## Exercise
Note how many lines of the material that follows include the string "float", and state only that number.

## Material for this exercise
*** Begin section ***
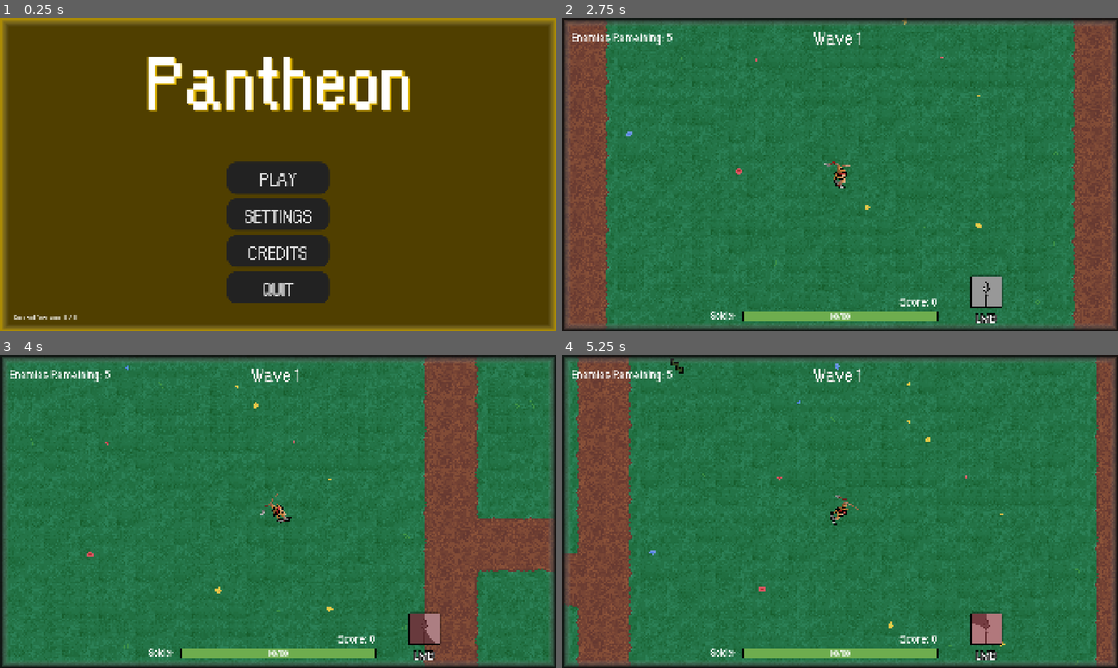
Above: before the commit, frames 1-4 (two rows, left to right).
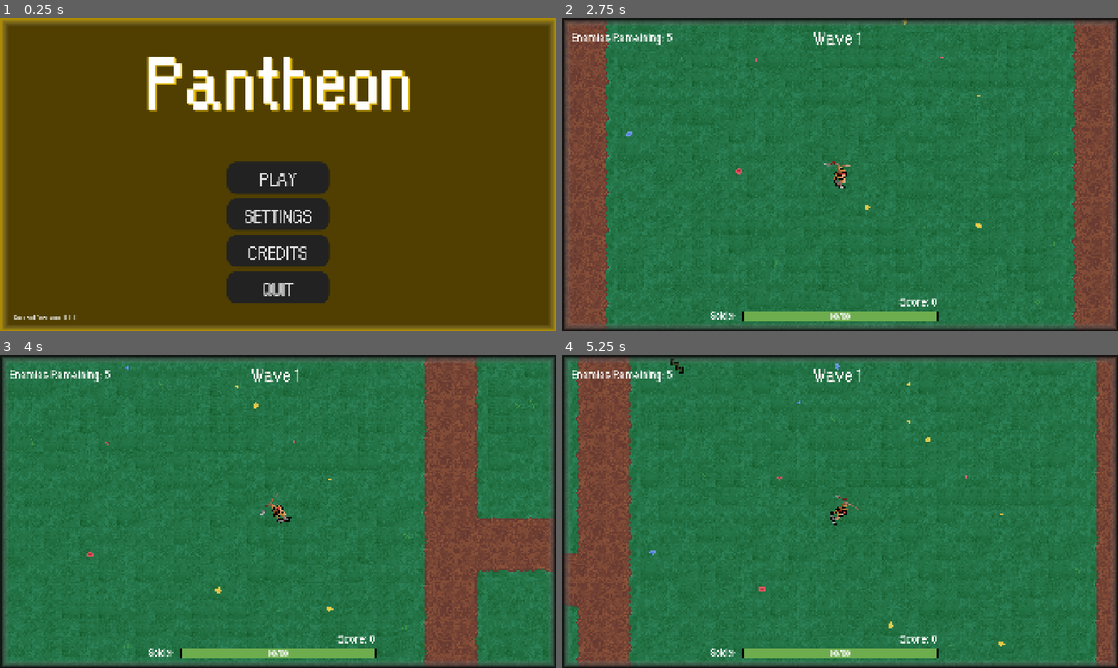
Above: after the commit, the same moments.

Repository: BDesro/Pantheon-V2
Game: Godot game, scene res://scenes/main_menu.tscn
Two runs of this game, one before a commit and one after it. Both use one fixed random seed, a clock stepped at 60 frames per second and the inputs below.
Inputs (mouse positions are in pixels of both pictures, inside the frame that each line leads up to):
- Up to frame 1 (0.25 s): no input
- Up to frame 2 (2.75 s): click "PLAY" at 0.5 s; tap Enter at 1.25 s; move the mouse to (962, 158) at 1.27 s; press the mouse at (962, 158) at 1.28 s; hold D (right) 1.28-2.03 s; right-click (962, 158) at 1.55 s; move the mouse to (728, 190) at 2.02 s; release the mouse at (728, 190) at 2.03 s; hold S (down) from 2.03 s (still down); right-click (728, 190) at 2.1 s; click (728, 190) at 2.3 s
- Up to frame 3 (4 s): move the mouse to (333, 442) at 2.77 s; release S (down) at 2.78 s; press the mouse at (333, 442) at 2.78 s; hold D (right) 2.78-3.53 s; right-click (333, 442) at 3.05 s; move the mouse to (250, 574) at 3.52 s; release the mouse at (250, 574) at 3.53 s; hold W (up) from 3.53 s (still down); right-click (250, 574) at 3.6 s; click (250, 574) at 3.8 s
- Up to frame 4 (5.25 s): move the mouse to (1006, 558) at 4.27 s; release W (up) at 4.28 s; hold Right mouse button (right_click, bound only before the comm… 4.28-5.03 s; hold A (left) from 4.28 s (still down); tap Space (space) at 4.35 s; move the mouse to (673, 464) at 5.02 s; click (673, 464) at 5.1 s

The runs differ from the first frame. In frame 1, less than 0.1% of the frame differs, in the area x 12-14%, y 94-97%; in frame 2, 0.7%, in the area x 73-80%, y 82-98%; in frame 3, 0.7%; in frame 4, 0.7%.
Error after the commit: Invalid access to property or key 'cooldown' on a base object of type 'int'. (res://scripts/ability_hot_bar.gd:17)

Commit message:
Tried to Make an Ability Hotbar

Diff:
--- a/project.godot
+++ b/project.godot
@@ -11,7 +11,7 @@
 [application]
 
 config/name="Pantheon v2"
-config/version="0.7.0"
+config/version="0.8.0"
 run/main_scene="uid://bdmu5xc41yqp0"
 config/features=PackedStringArray("4.4", "Forward Plus")
 config/icon="uid://cnruh4vbp0h50"
@@ -55,12 +55,12 @@
 "events": [Object(InputEventKey,"resource_local_to_scene":false,"resource_name":"","device":-1,"window_id":0,"alt_press …(192 unchanged characters)…
 ]
 }
-left_click={
+lmb={
 "deadzone": 0.2,
 "events": [Object(InputEventMouseButton,"resource_local_to_scene":false,"resource_name":"","device":-1,"window_id":0,"a …(253 unchanged characters)…
 ]
 }
-right_click={
+rmb={
 "deadzone": 0.2,
 "events": [Object(InputEventMouseButton,"resource_local_to_scene":false,"resource_name":"","device":-1,"window_id":0,"a …(256 unchanged characters)…
 ]
--- a/scenes/AbilityIcon.tscn
+++ b/scenes/AbilityIcon.tscn
@@ -24,17 +24,16 @@
 
 [node name="AbilityIcon" type="Control"]
 layout_mode = 3
-anchor_left = -0.0291667
-anchor_top = -0.0518519
-anchor_right = 0.0291667
-anchor_bottom = 0.0518519
+anchor_right = 0.0583334
+anchor_bottom = 0.103704
 grow_horizontal = 2
 grow_vertical = 2
 mouse_filter = 2
 script = ExtResource("1_nwlho")
 icon_texture = ExtResource("1_rrfua")
-mapped_key = "LMB"
+mapped_key = "lmb"
 metadata/_edit_use_anchors_ = true
+metadata/_edit_group_ = true
 
 [node name="PanelContainer" type="PanelContainer" parent="."]
 layout_mode = 1
@@ -65,11 +64,13 @@
 color = Color(1, 1, 1, 0)
 
 [node name="NameLabel" type="Label" parent="."]
-layout_mode = 0
+layout_mode = 1
+anchors_preset = -1
 anchor_left = 0.0714286
 anchor_top = 1.0
 anchor_right = 0.928571
-anchor_bottom = 1.20536
+anchor_bottom = 1.54464
+offset_bottom = -37.9996
 theme_override_colors/font_outline_color = Color(0, 0, 0, 1)
 theme_override_constants/outline_size = 10
 theme_override_fonts/font = ExtResource("1_k2bnl")
@@ -77,4 +78,6 @@
 text = "KEY"
 horizontal_alignment = 1
 vertical_alignment = 1
+autowrap_mode = 2
+uppercase = true
 metadata/_edit_use_anchors_ = true
--- a/scenes/world.tscn
+++ b/scenes/world.tscn
@@ -10,7 +10,7 @@
 [ext_resource type="Script" uid="uid://wc3k4v7id8uh" path="res://scripts/wave_label.gd" id="7_q5onr"]
 [ext_resource type="Script" uid="uid://divg5oweyi6wo" path="res://scripts/num_enemies_label.gd" id="8_jhx03"]
 [ext_resource type="Script" uid="uid://h2tx5yvtfb28" path="res://scripts/pause_menu.gd" id="9_7r4gi"]
-[ext_resource type="PackedScene" uid="uid://d20ekhhhhhx1t" path="res://scenes/AbilityIcon.tscn" id="9_o8fc1"]
+[ext_resource type="Script" uid="uid://d4dvwe3srwhi3" path="res://scripts/ability_hot_bar.gd" id="9_o8fc1"]
 [ext_resource type="PackedScene" uid="uid://djyri8nicqsrg" path="res://scenes/pause_menu.tscn" id="9_w7kh3"]
 [ext_resource type="PackedScene" uid="uid://bm1vw6a6my02m" path="res://scenes/wave_spawner.tscn" id="10_w7kh3"]
 [ext_resource type="PackedScene" uid="uid://c2ual51w4orrs" path="res://scenes/game_over.tscn" id="11_e3hyu"]
@@ -174,11 +174,14 @@
 text = "Enemies Remaining: "
 script = ExtResource("8_jhx03")
 
-[node name="Control2" parent="GameUI" instance=ExtResource("9_o8fc1")]
-offset_left = 1464.0
-offset_top = 944.0
-offset_right = 1464.0
-offset_bottom = 944.0
+[node name="AbilityHotBar" type="Control" parent="GameUI/Control"]
+layout_mode = 1
+anchor_left = 0.7
+anchor_top = 0.77037
+anchor_right = 0.9875
+anchor_bottom = 0.977778
+script = ExtResource("9_o8fc1")
+metadata/_edit_use_anchors_ = true
 
 [node name="PauseMenu" parent="." instance=ExtResource("9_w7kh3")]
 script = ExtResource("9_7r4gi")
--- a/scripts/Autoloads/global_data.gd
+++ b/scripts/Autoloads/global_data.gd
@@ -9,6 +9,7 @@
 var score_label: Label = null
 var wave_label: Label = null
 var num_enemies_label: Label = null
+var ability_hotbar: Control = null
 
 var cur_character_id: int = 1
 var unit_name = "Soldier"
@@ -39,6 +40,9 @@
 		score_threshold = characters[char_id]["threshold"]
 		elim_progress = 0
 
+		if ability_hotbar:
+			ability_hotbar.populate_abilities(global_player_instance.active_character)
+
 func increase_player_score(amount: int):
 	if global_player_instance:
 		player_score += amount
--- /dev/null
+++ b/scripts/ability_hot_bar.gd
@@ -0,0 +1,27 @@
+extends Control
+
+const ICON_SIZE = Vector2(64, 64)
+const ICON_SPACING = 8
+
+var ability_icon: PackedScene = preload("res://scenes/AbilityIcon.tscn")
+
+func populate_abilities(character):
+	# Remove old icons
+	for child in get_children():
+		child.queue_free()
+
+	var x_offset = 0.0
+
+	if GlobalData.global_player_instance.active_character:
+		for ability in character.abilities:
+			var cooldown: float = ability["cooldown"]
+			var image: Texture2D = load(ability["image_path"])
+			var mapped_key: String = ability["mapped_key"]
+
+			var icon = ability_icon.instantiate()
+			icon.set_icon_info(cooldown, image, mapped_key)
+
+			icon.position = Vector2(x_offset, 0)
+			add_child(icon)
+			icon.size = ICON_SIZE
+			x_offset += ICON_SIZE.x + ICON_SPACING
--- a/scripts/ability_icon.gd
+++ b/scripts/ability_icon.gd
@@ -1,4 +1,5 @@
 extends Control
+class_name AbilityIcon
 
 @export var cooldown_duration: float = 3.0
 @export var icon_texture: Texture2D
@@ -24,7 +25,7 @@
 	mapped_key = key
 
 func _process(delta: float):
-	if Input.is_action_just_pressed("left_click"):
+	if Input.is_action_just_pressed("lmb"):
 		trigger_ability()
 
 	if cooldown_remaining > 0:
--- a/scripts/adept.gd
+++ b/scripts/adept.gd
@@ -57,7 +57,7 @@
 	_movement_animations()
 	move_and_slide()
 
-	if Input.is_action_just_pressed("right_click"):
+	if Input.is_action_just_pressed("rmb"):
 		if fireball_cd_timer.is_stopped():
 			anim_player.stop()
 			anim_player.play("fireball")
@@ -69,7 +69,7 @@
 			dash_cd_timer.start()
 
 	elif not anim_player.is_playing():
-		if Input.is_action_just_pressed("left_click"):
+		if Input.is_action_just_pressed("lmb"):
 			anim_player.stop()
 			anim_player.play("sword1")
 
@@ -87,7 +87,7 @@
 		if anim_name != "dash":
 			last_sword = anim_name
 
-		if Input.is_action_pressed("left_click"):
+		if Input.is_action_pressed("lmb"):
 			if last_sword == "sword1":
 				anim_player.play("sword2")
 			elif last_sword == "sword2":
--- a/scripts/soldier.gd
+++ b/scripts/soldier.gd
@@ -20,6 +20,21 @@
 @export var shield_active: bool = false
 
 var speed: float = 100
+
+@export var abilities = {
+	0: {
+		"name": "Spear Strike",
+		"cooldown": 0.0,
+		"image_path": "res://assets/icons/Pantheon_Soldier_Spear_Icon.png",
+		"mapped_key": "lmb"
+		},
+	1: {
+		"name": "Raise Shield",
+		"cooldown": 0.0,
+		"image_path": "res://assets/icons/Pantheon_Soldier_Shield_Icon.png",
+		"mapped_key": "rmb"
+	}
+}
 
 # Damage Variables
 var spear_thrust_dmg: int = 20
@@ -54,7 +69,7 @@
 	_movement_animations()
 	move_and_slide()
 
-	if Input.is_action_pressed("right_click"):
+	if Input.is_action_pressed("rmb"):
 		anim_player.play("shield_walk")
 		shield_hitbox.disabled = false
 	else:
@@ -64,7 +79,7 @@
 				shield_hitbox.disabled = true
 			return
 		else:
-			if Input.is_action_just_pressed("left_click"):
+			if Input.is_action_just_pressed("lmb"):
 				anim_player.stop()
 				anim_player.play("spear_strike")
 
--- a/scripts/world.gd
+++ b/scripts/world.gd
@@ -7,6 +7,7 @@
 @onready var wave_label = $GameUI/Control/WaveLabel
 @onready var num_enemies_label = $GameUI/Control/NumEnemiesLabel
 @onready var game_over_scr = $GameOver
+@onready var ability_hotbar = $GameUI/Control/AbilityHotBar
 
 var ui_ready: bool = false
 
@@ -20,6 +21,7 @@
 	GlobalData.score_label = score_label
 	GlobalData.wave_label = wave_label
 	GlobalData.num_enemies_label = num_enemies_label
+	GlobalData.ability_hotbar = ability_hotbar
 
 func is_ui_ready():
 	var is_ready = false
@@ -39,6 +41,5 @@
 func _exit_tree():
 	GlobalData.node_creation_parent = null
 
-
 func _on_pause_menu_resumed() -> void:
 	$GameUI.show()
Binary file added: assets/icons/Pantheon_Soldier_Shield_Icon.png
Not shown, added: assets/icons/Pantheon_Soldier_Shield_Icon.png.import
Not shown, added: scripts/ability_hot_bar.gd.uid
*** End section ***
## Your solution
4